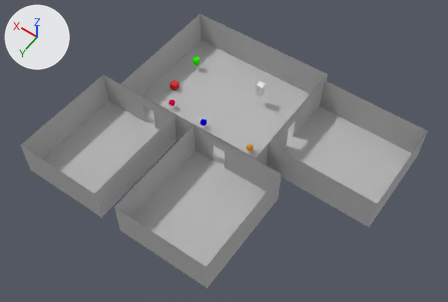
What one commit did to the Blender file wakeup,paul/wakeup,paul.blend.
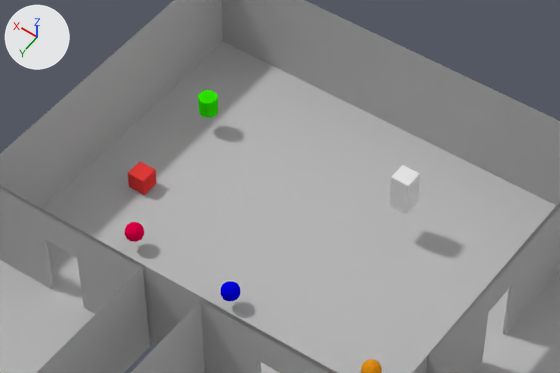
There are two pictures of each version: one whole from a 50 mm camera at (-66.5, 94.6, 140.8) aimed at (-5.2, 8.7, 5.9), one close up on the part from 29% to 70% of the width and 9% to 49% of the height. Arrows for +X, +Y and +Z are at upper left; the lights stay in place.
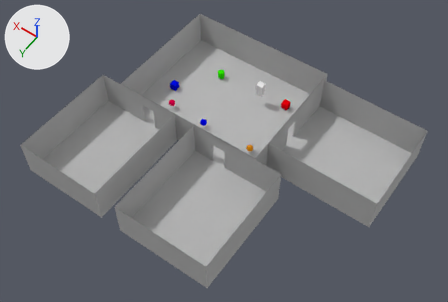
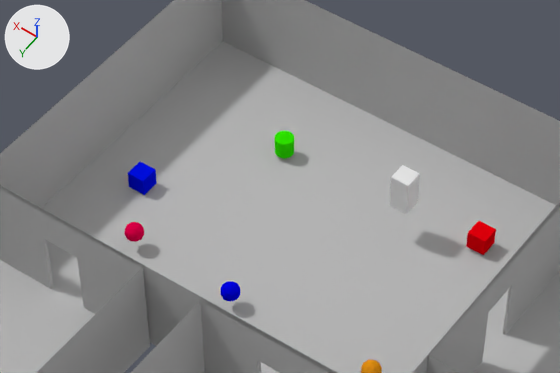
Where the change shows, as pixel boxes [x1, y1, x2, y2] in the close-ups (560 x 373 px):
'Cylinder', moved: before [198, 90, 218, 118]; after [275, 131, 294, 158]
'Cube.002', added (red): after [466, 221, 496, 255]
'Cube.001', recoloured (red to blue): [128, 162, 157, 195] in both

What the commit changed:
Material 'Material.001' (mat_material_001) changes colour from red #e73d3b to blue #000fe7; in linear values from (0.8, 0.0474, 0.0431) to (0.0, 0.00474, 0.8).
Material 'Material' (mat_material) is new.
Its base color is (0.8, 0.0, 0.00386) (red #e7000d).
Mesh me_cube is new.
It is a box spanning x -1.0..1.0, y -1.0..1.0, z -1.0..1.0.
It uses material mat_material (red #e7000d).
Object 'Cylinder' (ob_cylinder) moves from (23.48, -16.07, 4.41) to (14.79, -17.42, 2.5).
Object 'Cube.002' (ob_cube_002) is new; it shows me_cube.
Its location is (-8.41, -18.57, 2.36).
☆ ☆ ☆ ☆ ☆
(Problem):
Return the preceding entries exactly, each word as given, but leave out any picture.

(Solution to the exercise):
What one commit did to the Blender file wakeup,paul/wakeup,paul.blend.
There are two pictures of each version: one whole from a 50 mm camera at (-66.5, 94.6, 140.8) aimed at (-5.2, 8.7, 5.9), one close up on the part from 29% to 70% of the width and 9% to 49% of the height. Arrows for +X, +Y and +Z are at upper left; the lights stay in place.
Where the change shows, as pixel boxes [x1, y1, x2, y2] in the close-ups (560 x 373 px):
'Cylinder', moved: before [198, 90, 218, 118]; after [275, 131, 294, 158]
'Cube.002', added (red): after [466, 221, 496, 255]
'Cube.001', recoloured (red to blue): [128, 162, 157, 195] in both

What the commit changed:
Material 'Material.001' (mat_material_001) changes colour from red #e73d3b to blue #000fe7; in linear values from (0.8, 0.0474, 0.0431) to (0.0, 0.00474, 0.8).
Material 'Material' (mat_material) is new.
Its base color is (0.8, 0.0, 0.00386) (red #e7000d).
Mesh me_cube is new.
It is a box spanning x -1.0..1.0, y -1.0..1.0, z -1.0..1.0.
It uses material mat_material (red #e7000d).
Object 'Cylinder' (ob_cylinder) moves from (23.48, -16.07, 4.41) to (14.79, -17.42, 2.5).
Object 'Cube.002' (ob_cube_002) is new; it shows me_cube.
Its location is (-8.41, -18.57, 2.36).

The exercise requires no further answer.